About this exercise: Gather each line in the entries that includes the string "names".

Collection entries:
=== Begin Enclosure ===
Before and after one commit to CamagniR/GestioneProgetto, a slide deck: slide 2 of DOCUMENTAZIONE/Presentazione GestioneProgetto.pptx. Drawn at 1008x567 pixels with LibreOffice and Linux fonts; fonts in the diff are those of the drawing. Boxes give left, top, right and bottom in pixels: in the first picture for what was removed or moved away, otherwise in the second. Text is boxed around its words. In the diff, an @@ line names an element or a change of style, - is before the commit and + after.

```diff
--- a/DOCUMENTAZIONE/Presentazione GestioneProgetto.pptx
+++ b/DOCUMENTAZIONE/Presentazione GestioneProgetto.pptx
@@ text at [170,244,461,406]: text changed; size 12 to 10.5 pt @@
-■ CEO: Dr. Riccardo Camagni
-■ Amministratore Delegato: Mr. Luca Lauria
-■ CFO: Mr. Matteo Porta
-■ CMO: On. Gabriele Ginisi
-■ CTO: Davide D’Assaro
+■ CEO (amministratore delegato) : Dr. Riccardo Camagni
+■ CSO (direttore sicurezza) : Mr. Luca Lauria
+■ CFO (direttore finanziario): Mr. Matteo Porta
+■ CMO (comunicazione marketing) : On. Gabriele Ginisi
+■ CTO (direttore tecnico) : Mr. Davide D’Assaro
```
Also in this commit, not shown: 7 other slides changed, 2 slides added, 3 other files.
=== End Enclosure ===
=== Begin Enclosure ===
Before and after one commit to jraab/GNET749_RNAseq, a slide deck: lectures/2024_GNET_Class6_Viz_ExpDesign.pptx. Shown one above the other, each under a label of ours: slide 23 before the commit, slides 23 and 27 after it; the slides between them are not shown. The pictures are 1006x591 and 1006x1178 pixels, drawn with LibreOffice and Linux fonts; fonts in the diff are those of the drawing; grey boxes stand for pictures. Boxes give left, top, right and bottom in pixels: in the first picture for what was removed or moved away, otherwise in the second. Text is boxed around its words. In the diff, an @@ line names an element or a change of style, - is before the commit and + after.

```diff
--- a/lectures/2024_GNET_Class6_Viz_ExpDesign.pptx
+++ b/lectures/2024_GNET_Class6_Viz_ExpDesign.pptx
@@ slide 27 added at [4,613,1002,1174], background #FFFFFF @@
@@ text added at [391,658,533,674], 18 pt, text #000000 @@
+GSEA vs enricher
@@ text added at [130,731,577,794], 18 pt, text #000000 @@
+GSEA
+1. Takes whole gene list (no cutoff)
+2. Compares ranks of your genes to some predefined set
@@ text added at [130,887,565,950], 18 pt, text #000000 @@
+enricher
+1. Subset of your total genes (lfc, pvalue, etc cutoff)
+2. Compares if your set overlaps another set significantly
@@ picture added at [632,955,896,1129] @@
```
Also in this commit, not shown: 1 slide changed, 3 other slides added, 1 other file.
=== End Enclosure ===
=== Begin Enclosure ===
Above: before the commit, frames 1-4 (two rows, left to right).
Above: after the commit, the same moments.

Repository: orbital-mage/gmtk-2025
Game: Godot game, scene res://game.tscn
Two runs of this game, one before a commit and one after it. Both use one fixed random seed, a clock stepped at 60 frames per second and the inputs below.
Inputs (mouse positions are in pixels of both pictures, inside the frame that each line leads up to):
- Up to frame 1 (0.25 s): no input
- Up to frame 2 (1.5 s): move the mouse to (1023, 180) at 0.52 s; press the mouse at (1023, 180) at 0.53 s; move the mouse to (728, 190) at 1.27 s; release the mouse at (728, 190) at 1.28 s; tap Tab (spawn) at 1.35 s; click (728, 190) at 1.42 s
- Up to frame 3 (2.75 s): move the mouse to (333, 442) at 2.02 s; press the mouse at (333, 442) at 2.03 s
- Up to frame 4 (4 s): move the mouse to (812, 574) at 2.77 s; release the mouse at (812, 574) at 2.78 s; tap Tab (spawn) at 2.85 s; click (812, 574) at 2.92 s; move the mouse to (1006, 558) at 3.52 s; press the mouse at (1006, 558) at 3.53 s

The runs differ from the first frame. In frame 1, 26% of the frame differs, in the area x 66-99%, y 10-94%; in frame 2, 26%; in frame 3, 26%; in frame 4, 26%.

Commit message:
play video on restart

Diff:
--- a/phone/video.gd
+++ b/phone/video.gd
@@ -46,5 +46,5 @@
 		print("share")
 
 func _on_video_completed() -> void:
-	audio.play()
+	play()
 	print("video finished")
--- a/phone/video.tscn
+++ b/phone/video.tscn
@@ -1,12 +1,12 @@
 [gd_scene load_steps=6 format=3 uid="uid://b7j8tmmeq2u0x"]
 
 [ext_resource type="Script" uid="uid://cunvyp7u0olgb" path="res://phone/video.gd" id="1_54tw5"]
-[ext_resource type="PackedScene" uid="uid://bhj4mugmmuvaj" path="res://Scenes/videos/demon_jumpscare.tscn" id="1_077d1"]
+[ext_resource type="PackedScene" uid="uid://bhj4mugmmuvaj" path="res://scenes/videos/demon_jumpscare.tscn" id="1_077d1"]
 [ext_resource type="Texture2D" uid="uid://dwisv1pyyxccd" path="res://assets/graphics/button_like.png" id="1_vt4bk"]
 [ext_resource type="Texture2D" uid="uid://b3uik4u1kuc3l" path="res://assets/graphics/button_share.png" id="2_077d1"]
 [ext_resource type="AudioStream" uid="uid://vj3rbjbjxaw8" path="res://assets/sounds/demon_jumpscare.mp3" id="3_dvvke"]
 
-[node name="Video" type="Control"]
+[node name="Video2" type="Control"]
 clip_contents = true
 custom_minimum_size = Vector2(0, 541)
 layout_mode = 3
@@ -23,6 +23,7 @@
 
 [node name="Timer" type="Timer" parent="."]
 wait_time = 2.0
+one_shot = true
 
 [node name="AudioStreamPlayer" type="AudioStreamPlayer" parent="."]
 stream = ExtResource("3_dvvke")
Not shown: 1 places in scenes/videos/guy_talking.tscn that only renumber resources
=== End Enclosure ===
Written reply:
Before and after one commit to CamagniR/GestioneProgetto, a slide deck: slide 2 of DOCUMENTAZIONE/Presentazione GestioneProgetto.pptx. Drawn at 1008x567 pixels with LibreOffice and Linux fonts; fonts in the diff are those of the drawing. Boxes give left, top, right and bottom in pixels: in the first picture for what was removed or moved away, otherwise in the second. Text is boxed around its words. In the diff, an @@ line names an element or a change of style, - is before the commit and + after.
Before and after one commit to jraab/GNET749_RNAseq, a slide deck: lectures/2024_GNET_Class6_Viz_ExpDesign.pptx. Shown one above the other, each under a label of ours: slide 23 before the commit, slides 23 and 27 after it; the slides between them are not shown. The pictures are 1006x591 and 1006x1178 pixels, drawn with LibreOffice and Linux fonts; fonts in the diff are those of the drawing; grey boxes stand for pictures. Boxes give left, top, right and bottom in pixels: in the first picture for what was removed or moved away, otherwise in the second. Text is boxed around its words. In the diff, an @@ line names an element or a change of style, - is before the commit and + after.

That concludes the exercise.